The mechanism for this myopathy-related interaction between niacin and simvastatin is not clear. Nor is it clear why the rate of myopathy on simvastatin alone is higher among Chinese individuals. Niacin does not inhibit cytochrome P450 3A4 or interfere with statin-glucuronidation, but it has been found to increase simvastatin blood concentrations by about one-third, and statin-induced myopathy is known to be associated with higher blood statin levels. Asian subjects are also recognized to have higher blood levels than Caucasians following a given statin dose and this too may be a contributory factor. However, it should be noted that—even among Chinese individuals—this small absolute excess of myopathy with simvastatin 40 mg daily (with or without niacin) is likely to be greatly outweighed by its cardiovascular benefits in the sort of high-risk patients included in HPS2-THRIVE.

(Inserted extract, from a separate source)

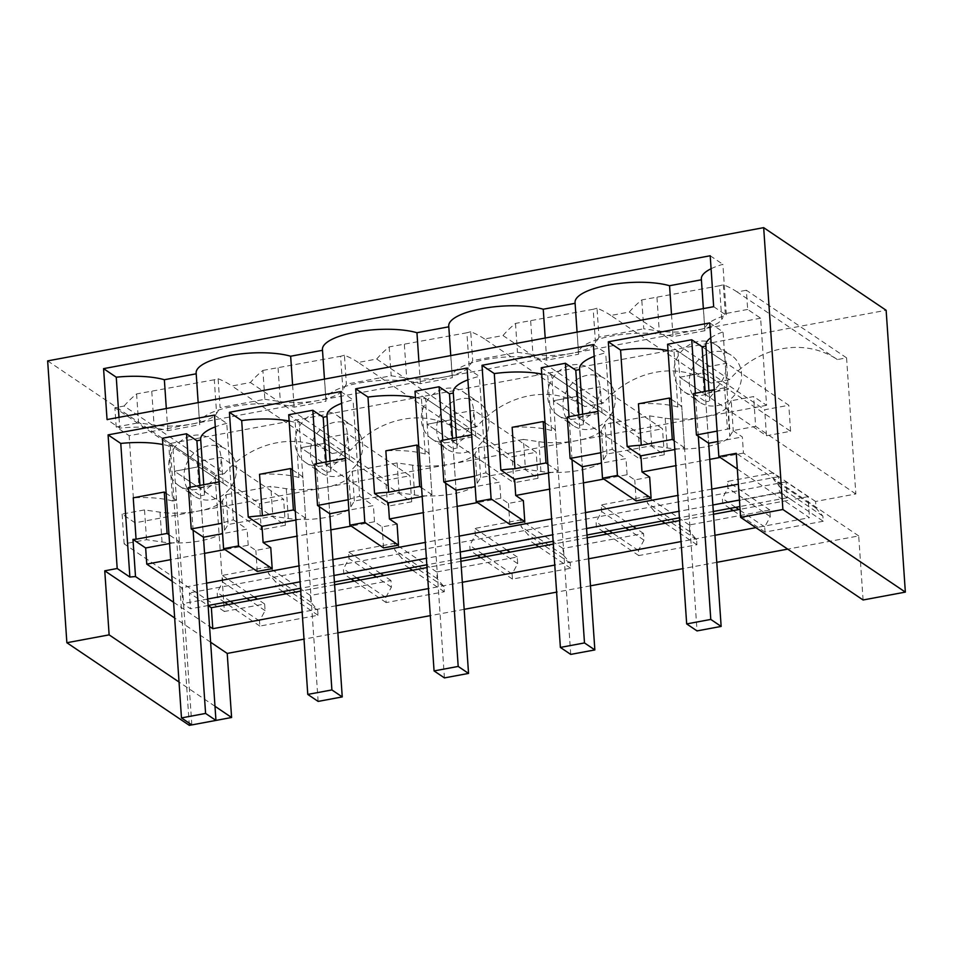 <?xml version="1.0" encoding="UTF-8"?>
<svg xmlns="http://www.w3.org/2000/svg" width="953" height="953" viewBox="0 0 953 953"><rect width="100%" height="100%" fill="white"/><g stroke="black" fill="none" stroke-linecap="round" stroke-linejoin="round"><path stroke-width="0.71" stroke-dasharray="4.76 3.57" d="M737.324 469.007L809.478 517.682L755.884 527.652M709.747 322.924L723.077 331.918L729.653 428.385L742.339 436.95L743.447 453.092L778.446 476.703L779.53 492.594L787.19 497.752L786.106 481.873L808.037 496.668L809.478 517.682M173.589 602.272L209.553 626.526M210.625 642.227L174.661 617.973M863.084 599.985L858.713 535.92L787.714 549.131M716.775 562.33L682.896 568.643M590.479 585.833L556.6 592.135M464.182 609.336L430.303 615.638M337.874 632.84L304.007 639.141M858.713 535.92L736.252 453.306M714.929 535.276L681.061 541.578M588.632 558.78L554.753 565.081M462.336 582.271L428.457 588.585M336.04 605.774L302.161 612.076M668.029 350.525A53.868 16.213 -3.9 0 1 674.069 351.955L677.964 351.24L702.456 367.763L704.231 393.768L679.739 377.245L766.474 435.759L764.699 409.754L788.822 405.263L702.075 346.749L726.567 363.272L702.456 367.763M705.911 346.034L705.982 346.022A53.868 16.213 -3.9 0 1 705.863 345.236M710.759 337.815A53.868 16.213 -3.9 0 1 723.077 331.918M729.653 428.385A53.868 16.213 176.1 0 0 727.437 429.184L717.121 431.101M705.982 346.022L709.735 401.082A53.868 16.213 176.1 0 1 709.616 400.308A53.868 16.213 176.1 0 1 724.614 387.776L727.437 429.184M717.823 441.513L742.339 436.95M743.447 453.092L720.158 457.428M709.759 459.358L675.88 465.66M705.125 391.397L708.651 443.216L705.828 401.809L709.735 401.082M726.567 363.272L728.342 389.277L703.85 372.754L679.739 377.245L697.024 630.91M677.964 351.24L679.739 377.245L703.85 372.754L790.585 431.268L766.474 435.759M674.069 351.955L677.821 407.026L681.717 406.3L671.353 399.307M674.784 449.518L684.54 447.707L681.717 406.3M270.759 547.63L255.845 550.405L248.197 545.247L224.908 549.583M204.561 553.359L170.682 559.661M172.159 581.259L181.761 587.739L182.845 603.618L190.493 608.788L189.409 592.897L208.111 605.512L190.493 608.788M778.446 476.703L738.361 484.16M711.784 489.103L677.905 495.417M585.487 512.607L551.608 518.909M459.191 536.11L425.312 542.412M332.883 559.614L299.016 565.915M206.587 583.117L181.761 587.739M649.66 477.131L634.746 479.907L627.086 474.737L603.797 479.073M583.462 482.861L549.583 489.163M523.364 500.635L508.449 503.41L500.79 498.24L477.501 502.576M457.154 506.365L423.287 512.666M397.067 524.126L382.141 526.902L374.493 521.744L351.204 526.08M330.858 529.856L296.991 536.17M779.53 492.594L739.445 500.051M712.868 504.995L678.989 511.296M586.571 528.498L552.692 534.8M460.275 552.001L426.396 558.303M333.967 575.493L300.1 581.806M207.671 598.996L182.845 603.618M787.19 497.752L739.885 506.555M713.309 511.499L679.441 517.801M587.012 535.002L553.133 541.304M460.716 558.506L426.837 564.807M334.42 582.009L300.54 588.311M786.106 481.873L189.409 592.897M224.765 602.403L217.498 597.507L217.153 592.385L222.74 582.08L222.287 575.421L268.031 566.904L268.496 573.563L275.334 581.556L275.679 586.679L217.498 597.507M282.934 591.587L275.679 586.679M334.598 584.761L300.731 591.074M351.061 578.912L343.795 574.004L343.449 568.881L349.048 558.577L348.584 551.918L394.339 543.401L394.792 550.072L401.63 558.053L401.975 563.187L343.795 574.004M409.242 568.083L401.975 563.187M460.907 561.269L427.027 567.571M477.358 555.408L470.103 550.512L469.746 545.378L475.344 535.074L474.892 528.415L520.636 519.909L521.088 526.568L527.926 534.562L528.272 539.684L470.103 550.512M535.538 544.58L528.272 539.684M587.203 537.766L553.324 544.068M603.654 531.905L596.399 527.009L596.054 521.887L601.641 511.57L601.188 504.911L646.932 496.406L647.385 503.065L654.223 511.058L654.58 516.181L596.399 527.009M661.835 521.077L654.58 516.181M713.499 514.263L679.62 520.564M729.962 508.402L722.696 503.506L722.35 498.383L727.937 488.079L727.484 481.42L773.228 472.902L773.681 479.562L780.519 487.555L780.876 492.677L722.696 503.506M808.037 496.668L791.383 499.765L780.876 492.677M729.498 379.628L711.057 383.07L610.837 315.455L629.29 312.024L729.498 379.628A88.879 79.051 124 0 1 837.353 359.567L846.574 357.851L855.854 493.976L815.577 501.469L816.042 508.14L822.88 516.121L823.225 521.255L791.383 499.765L740.076 509.319M215.95 720.397L191.803 724.888M189.325 725.352L170.111 443.502L886.135 310.273M823.225 521.255L765.045 532.072L764.699 526.949L770.286 516.645L769.833 509.986L689.281 524.972L689.734 531.631L696.572 539.624L696.929 544.747L638.748 555.575L638.403 550.453L643.99 540.148L643.537 533.489L562.985 548.475L563.437 555.134L570.275 563.128L570.633 568.25L512.452 579.079L512.106 573.956L517.693 563.652L517.241 556.993L436.688 571.979L437.141 578.638L443.979 586.631L444.324 591.753L386.156 602.582L385.798 597.46L391.397 587.155L390.944 580.484L310.392 595.482L310.845 602.141L317.683 610.134L318.028 615.257L259.847 626.085L259.502 620.951L265.101 610.647L264.636 603.988L224.36 611.481L215.08 475.356L114.872 407.741L124.093 406.026L224.312 473.641A88.879 79.051 124 0 1 332.156 453.568L231.948 385.965L250.389 382.522A88.879 79.051 124 0 1 262.897 370.419L264.863 399.295L220.095 407.622L218.118 378.746L214.294 379.77L216.593 413.435L220.095 407.622M603.201 403.131L584.761 406.562L484.541 338.958L502.993 335.527L603.201 403.131A88.879 79.051 124 0 1 711.057 383.07M476.905 426.634L458.464 430.065L358.245 362.462L376.685 359.031L476.905 426.634A88.879 79.051 124 0 1 584.761 406.562M332.156 453.568L350.609 450.138A88.879 79.051 124 0 1 458.464 430.065M224.312 473.641L215.08 475.356M47.65 360.889L170.111 443.502M196.199 373.802L196.27 373.79A53.868 16.213 -3.9 0 1 196.151 373.016M322.507 350.299L322.567 350.287A53.868 16.213 -3.9 0 1 322.448 349.513M448.803 326.808L448.863 326.796A53.868 16.213 -3.9 0 1 448.744 326.009M575.1 303.304L575.159 303.292A53.868 16.213 -3.9 0 1 575.052 302.506M701.396 279.801L701.468 279.789A53.868 16.213 -3.9 0 1 701.348 279.003M711.081 268.734A53.868 16.213 -3.9 0 1 722.886 264.326L726.365 315.24A53.868 16.213 176.1 0 0 704.815 329.929A53.868 16.213 176.1 0 0 704.934 330.703L673.021 336.647A53.868 16.213 176.1 0 0 611.85 335.992A53.868 16.213 176.1 0 0 578.519 353.432A53.868 16.213 176.1 0 0 578.638 354.206L546.724 360.151A53.868 16.213 176.1 0 0 485.542 359.495A53.868 16.213 176.1 0 0 452.222 376.923A53.868 16.213 176.1 0 0 452.341 377.71L420.428 383.642A53.868 16.213 176.1 0 0 359.245 382.999A53.868 16.213 176.1 0 0 325.926 400.427A53.868 16.213 176.1 0 0 326.033 401.213L294.12 407.145A53.868 16.213 176.1 0 0 232.949 406.502A53.868 16.213 176.1 0 0 199.618 423.93A53.868 16.213 176.1 0 0 199.737 424.716L167.823 430.649A53.868 16.213 176.1 0 0 119.733 428.123L107.046 419.558M710.199 255.761L722.886 264.326M713.666 306.687L726.365 315.24M726.329 352.753A28.292 25.159 124 0 1 731.237 355.255A28.292 25.159 124 0 1 737.884 390.134A28.292 25.159 124 0 1 704.505 404.668A28.292 25.159 124 0 1 699.585 402.166A28.292 25.159 124 0 1 692.95 367.286A28.292 25.159 124 0 1 726.329 352.753M728.342 389.277L704.231 393.768M677.821 407.026A53.868 16.213 176.1 0 0 638.439 403.81M724.614 387.776L714.297 389.694M693.581 393.553L705.828 401.809M684.54 447.707L674.176 440.715M636.175 500.909L634.746 479.907M822.88 516.121L780.519 487.555M765.045 532.072L733.202 510.594M764.699 526.949L738.885 509.533M735.633 507.341L722.35 498.383M310.392 595.482L268.031 566.904M264.636 603.988L257.429 599.127M254.177 596.935L222.287 575.421M224.36 611.481L124.152 543.877L146.536 539.708L162.022 541.983A40.395 12.163 176.1 0 0 224.563 530.356L228.065 524.543L272.832 516.204L288.318 518.492A40.395 12.163 176.1 0 0 350.859 506.853L354.361 501.04L376.745 496.87L399.14 492.713L414.626 494.988A40.395 12.163 176.1 0 0 477.155 483.35L480.657 477.536L503.041 473.367L525.437 469.21L540.923 471.485A40.395 12.163 176.1 0 0 603.463 459.846L606.954 454.033L651.733 445.706L667.219 447.981A40.395 12.163 176.1 0 0 729.76 436.343L733.25 430.542L755.646 426.372L753.609 396.567L731.225 400.736L733.25 430.542M855.854 493.976L755.646 426.372M815.577 501.469L773.228 472.902M769.833 509.986L727.484 481.42M689.281 524.972L646.932 496.406M643.537 533.489L636.33 528.617M633.078 526.425L601.188 504.911M562.985 548.475L520.636 519.909M517.241 556.993L510.034 552.121M506.782 549.929L474.892 528.415M436.688 571.979L394.339 543.401M390.944 580.484L383.725 575.624M380.473 573.432L348.584 551.918M770.286 516.645L727.937 488.079M816.042 508.14L773.681 479.562M846.574 357.851L746.366 290.236L747.676 309.451L760.637 318.195L766.569 405.311L753.609 396.567M837.353 359.567L737.145 291.952L746.366 290.236M629.29 312.024A88.879 79.051 124 0 1 641.798 299.921L719.491 285.769L721.79 319.434A40.395 12.163 -3.9 0 1 697.489 329.952L129.143 435.7L116.183 426.956L114.872 407.741M737.145 291.952A88.879 79.051 124 0 0 723.315 284.744L719.491 285.769M701.468 279.789L704.934 330.703M671.508 314.526L673.021 336.647M711.021 342.425A28.292 25.159 124 0 1 715.929 344.926A28.292 25.159 124 0 1 722.577 379.806A28.292 25.159 124 0 1 689.198 394.339A28.292 25.159 124 0 1 684.278 391.838A28.292 25.159 124 0 1 677.643 356.958A28.292 25.159 124 0 1 711.021 342.425M731.225 400.736L727.723 406.55L729.76 436.343M606.954 454.033L604.929 424.24L649.708 415.901L665.194 418.188A40.395 12.163 176.1 0 0 703.421 417.069A40.395 12.163 176.1 0 0 727.723 406.55M649.708 415.901L651.733 445.706M723.315 284.744L725.281 313.62L721.79 319.434M747.676 309.451L725.281 313.62M760.637 318.195L697.489 329.952A40.395 12.163 176.1 0 1 659.25 331.072L643.763 328.785L641.798 299.921M766.569 405.311L135.076 522.816L129.143 435.7M332.12 412.935A28.292 25.159 -56 0 0 298.742 427.456A28.292 25.159 -56 0 0 305.389 462.336A28.292 25.159 -56 0 0 310.297 464.838A28.292 25.159 -56 0 0 343.676 450.316A28.292 25.159 -56 0 0 337.028 415.437A28.292 25.159 -56 0 0 332.12 412.935M436.593 441.334A28.292 25.159 -56 0 0 469.972 426.813A28.292 25.159 -56 0 0 463.337 391.933A28.292 25.159 -56 0 0 458.417 389.432A28.292 25.159 -56 0 0 425.038 403.965A28.292 25.159 -56 0 0 431.685 438.845A28.292 25.159 -56 0 0 436.593 441.334M184 488.341A28.292 25.159 -56 0 0 217.379 473.808A28.292 25.159 -56 0 0 210.732 438.928A28.292 25.159 -56 0 0 205.824 436.438A28.292 25.159 -56 0 0 172.445 450.96A28.292 25.159 -56 0 0 179.081 485.839A28.292 25.159 -56 0 0 184 488.341M562.889 417.843A28.292 25.159 -56 0 0 596.268 403.31A28.292 25.159 -56 0 0 589.633 368.43A28.292 25.159 -56 0 0 584.713 365.928A28.292 25.159 -56 0 0 551.334 380.461A28.292 25.159 -56 0 0 557.981 415.341A28.292 25.159 -56 0 0 562.889 417.843M610.837 315.455A88.879 79.051 124 0 0 597.019 308.248L598.984 337.124L643.763 328.785M604.929 424.24L601.426 430.053A40.395 12.163 -3.9 0 1 577.125 440.572A40.395 12.163 -3.9 0 1 538.886 441.692L523.4 439.404L525.437 469.21M598.984 337.124L595.494 342.937A40.395 12.163 -3.9 0 1 571.181 353.456A40.395 12.163 176.1 0 1 532.953 354.576L517.467 352.288L472.688 360.627L469.186 366.428A40.395 12.163 -3.9 0 1 444.884 376.947A40.395 12.163 176.1 0 1 406.657 378.067L391.171 375.792L346.392 384.13L342.889 389.932A40.395 12.163 -3.9 0 1 318.588 400.451A40.395 12.163 -3.9 0 1 280.349 401.57L264.863 399.295M169.586 543.52L179.343 541.709L168.991 534.716M199.927 485.411L203.465 537.218L200.642 495.81L204.538 495.095L200.726 440.036M223.145 483.278L198.653 466.756L174.542 471.247L199.034 487.769L223.145 483.278L221.382 457.273L197.259 461.764L199.034 487.769M179.343 541.709L176.519 500.301L172.624 501.028L168.872 445.968L172.767 445.242L174.542 471.247L261.277 529.761L259.502 503.756L283.625 499.265L221.382 457.273M248.197 545.247L247.089 529.106L222.573 533.668M168.872 445.968A53.868 16.213 176.1 0 0 162.832 444.527M172.624 501.028A53.868 16.213 176.1 0 0 133.241 497.811M176.519 500.301L166.167 493.309M188.396 487.555L200.642 495.81M203.763 484.696L204.418 494.309A53.868 16.213 176.1 0 1 219.416 481.777L219.047 481.849M204.418 494.309A53.868 16.213 176.1 0 0 204.538 495.095M214.496 415.079L226.766 423.358L233.342 519.826A53.868 16.213 176.1 0 0 222.24 523.185L221.87 523.257M226.766 423.358A53.868 16.213 176.1 0 0 215.295 426.861M200.666 439.25A53.868 16.213 176.1 0 0 200.785 440.024M219.416 481.777L222.24 523.185M172.767 445.242L197.259 461.764M233.342 519.826L247.089 529.106M257.274 571.419L255.845 550.405M317.683 610.134L275.334 581.556M318.028 615.257L286.186 593.779M259.847 626.085L228.017 604.595M259.502 620.951L233.688 603.547M230.447 601.355L217.153 592.385M214.985 706.28L179.033 682.026M221.132 446.766A28.292 25.159 124 0 1 226.04 449.256A28.292 25.159 124 0 1 232.687 484.136A28.292 25.159 124 0 1 199.308 498.669A28.292 25.159 124 0 1 194.388 496.168A28.292 25.159 124 0 1 187.753 461.288A28.292 25.159 124 0 1 221.132 446.766M310.845 602.141L268.496 573.563M265.101 610.647L250.043 600.497M246.803 598.305L222.74 582.08M118.994 417.343L119.733 428.123M350.609 450.138L250.389 382.522M124.093 406.026A88.879 79.051 124 0 1 136.601 393.923L214.294 379.77M218.118 378.746A88.879 79.051 124 0 1 231.948 385.965M135.076 522.816L122.115 514.072L144.511 509.915L159.997 512.19A40.395 12.163 176.1 0 0 198.224 511.07A40.395 12.163 176.1 0 0 222.537 500.551L226.028 494.738L228.065 524.543M124.152 543.877L122.115 514.072M226.028 494.738L270.807 486.411L272.832 516.204M144.511 509.915L146.536 539.708M166.322 408.527L167.823 430.649M196.27 373.79L199.737 424.716M136.601 393.923L138.566 422.798L154.052 425.074A40.395 12.163 176.1 0 0 192.292 423.954A40.395 12.163 176.1 0 0 216.593 413.435M116.183 426.956L138.566 422.798M523.4 439.404L478.632 447.743L475.13 453.545A40.395 12.163 -3.9 0 1 450.829 464.063A40.395 12.163 -3.9 0 1 412.589 465.183L397.103 462.908L352.324 471.247L348.834 477.048A40.395 12.163 -3.9 0 1 324.532 487.567A40.395 12.163 -3.9 0 1 286.293 488.686L270.807 486.411M627.086 474.737L625.99 458.596L601.474 463.158M578.828 414.9L582.354 466.72L579.531 425.312L583.427 424.585L579.615 369.538M602.046 412.78L577.554 396.257L553.431 400.748L577.935 417.271L602.046 412.78L600.271 386.775L576.16 391.254L577.935 417.271M541.733 374.029A53.868 16.213 -3.9 0 1 547.761 375.458L551.668 374.732L553.431 400.748L640.178 459.263L638.403 433.258L662.514 428.767L600.271 386.775M547.761 375.458L551.513 430.53L555.42 429.803L545.056 422.81M548.487 473.022L558.244 471.199L555.42 429.803M593.385 344.569L605.667 352.848A53.868 16.213 176.1 0 0 594.195 356.351M597.936 411.351L601.14 452.687A53.868 16.213 -3.9 0 1 612.243 449.328L605.667 352.848M612.243 449.328L625.99 458.596M567.285 417.045L579.531 425.312M598.317 411.279A53.868 16.213 176.1 0 0 583.319 423.811A53.868 16.213 176.1 0 0 583.427 424.585M579.567 368.74A53.868 16.213 176.1 0 0 579.674 369.526M551.668 374.732L576.16 391.254M551.513 430.53A53.868 16.213 176.1 0 0 512.142 427.313M558.244 471.199L547.88 464.218M509.879 524.412L508.449 503.41M600.021 376.256A28.292 25.159 124 0 1 604.941 378.758A28.292 25.159 124 0 1 611.576 413.638A28.292 25.159 124 0 1 578.197 428.159A28.292 25.159 124 0 1 573.289 425.669A28.292 25.159 124 0 1 566.642 390.79A28.292 25.159 124 0 1 600.021 376.256M575.159 303.292L578.638 354.206M545.211 338.029L546.724 360.151M502.993 335.527A88.879 79.051 124 0 1 515.502 323.412L593.195 309.272L595.494 342.937M597.019 308.248L593.195 309.272M643.99 540.148L628.944 529.999M625.692 527.807L601.641 511.57M689.734 531.631L647.385 503.065M478.632 447.743L480.657 477.536M638.403 550.453L612.588 533.037M609.336 530.845L596.054 521.887M638.748 555.575L606.906 534.097M696.929 544.747L665.087 523.268M696.572 539.624L654.223 511.058M515.502 323.412L517.467 352.288M484.541 338.958A88.879 79.051 124 0 0 470.722 331.751L472.688 360.627M500.79 498.24L499.694 482.099L475.178 486.661M452.52 438.404L456.058 490.223L453.235 448.815L457.13 448.089L453.318 393.041M475.75 436.283L451.257 419.761L427.135 424.24L451.627 440.762L475.75 436.283L473.975 410.278L449.852 414.758L451.627 440.762M415.437 397.532A53.868 16.213 -3.9 0 1 421.464 398.962L425.36 398.235L427.135 424.24L513.881 482.766L512.106 456.761L536.217 452.27L473.975 410.278M421.464 398.962L425.217 454.021L429.124 453.294L418.76 446.314M422.179 496.525L431.947 494.702L429.124 453.294M467.089 368.072L479.359 376.352A53.868 16.213 176.1 0 0 467.899 379.854M471.64 434.842L474.844 476.178A53.868 16.213 -3.9 0 1 485.935 472.819L479.359 376.352M485.935 472.819L499.694 482.099M440.989 440.548L453.235 448.815M472.021 434.782A53.868 16.213 176.1 0 0 457.011 447.302A53.868 16.213 176.1 0 0 457.13 448.089M453.259 392.243A53.868 16.213 176.1 0 0 453.378 393.029M425.36 398.235L449.852 414.758M425.217 454.021A53.868 16.213 176.1 0 0 385.846 450.817M431.947 494.702L421.583 487.722M383.582 547.915L382.141 526.902M473.724 399.76A28.292 25.159 124 0 1 478.644 402.261A28.292 25.159 124 0 1 485.28 437.141A28.292 25.159 124 0 1 451.901 451.662A28.292 25.159 124 0 1 446.993 449.173A28.292 25.159 124 0 1 440.346 414.293A28.292 25.159 124 0 1 473.724 399.76M448.863 326.796L452.341 377.71M418.915 361.532L420.428 383.642M376.685 359.031A88.879 79.051 124 0 1 389.193 346.916L466.899 332.764L469.186 366.428M470.722 331.751L466.899 332.764M517.693 563.652L502.648 553.502M499.396 551.31L475.344 535.074M563.437 555.134L521.088 526.568M397.103 462.908L399.14 492.713M352.324 471.247L354.361 501.04M512.106 573.956L486.292 556.54M483.04 554.348L469.746 545.378M512.452 579.079L480.61 557.6M570.633 568.25L538.79 546.772M570.275 563.128L527.926 534.562M389.193 346.916L391.171 375.792M358.245 362.462A88.879 79.051 124 0 0 344.426 355.255L346.392 384.13M374.493 521.744L373.397 505.602L348.881 510.165M326.224 461.907L329.762 513.715L326.939 472.319L330.834 471.592L327.022 416.532M349.453 459.787L324.961 443.252L300.838 447.743L325.33 464.266L349.453 459.787L347.678 433.77L323.555 438.261L325.33 464.266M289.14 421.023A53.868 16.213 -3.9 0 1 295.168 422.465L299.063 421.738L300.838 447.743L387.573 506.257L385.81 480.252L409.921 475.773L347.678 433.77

Niacin has a variety of effects on lipids, including lowering LDL-C, apoB, and Lp(a) and raising HDL-C and apoA1, which might be expected to translate into reductions in vascular events. Over 25 000 people at high risk of vascular events were randomized in HPS2-THRIVE and three-quarters remained compliant with ERN/LRPT after 3.9 years' median follow-up. Based on this compliance and the lipid changes observed during the pre-randomization run-in, it was estimated prior to unblinding the trial that study average differences in LDL-C of ~0.25 mmol/L and HDL-C of ~0.13 mmol/L would have been achieved. Based on previous observational studies and randomized trials, it was anticipated that such lipid differences might translate into a 10–15% reduction in vascular events. At least 3400 of these high-risk participants were expected to have confirmed MVEs during an average of ~4 years of follow-up, so HPS2-THRIVE has excellent statistical power to detect or exclude effects of this magnitude.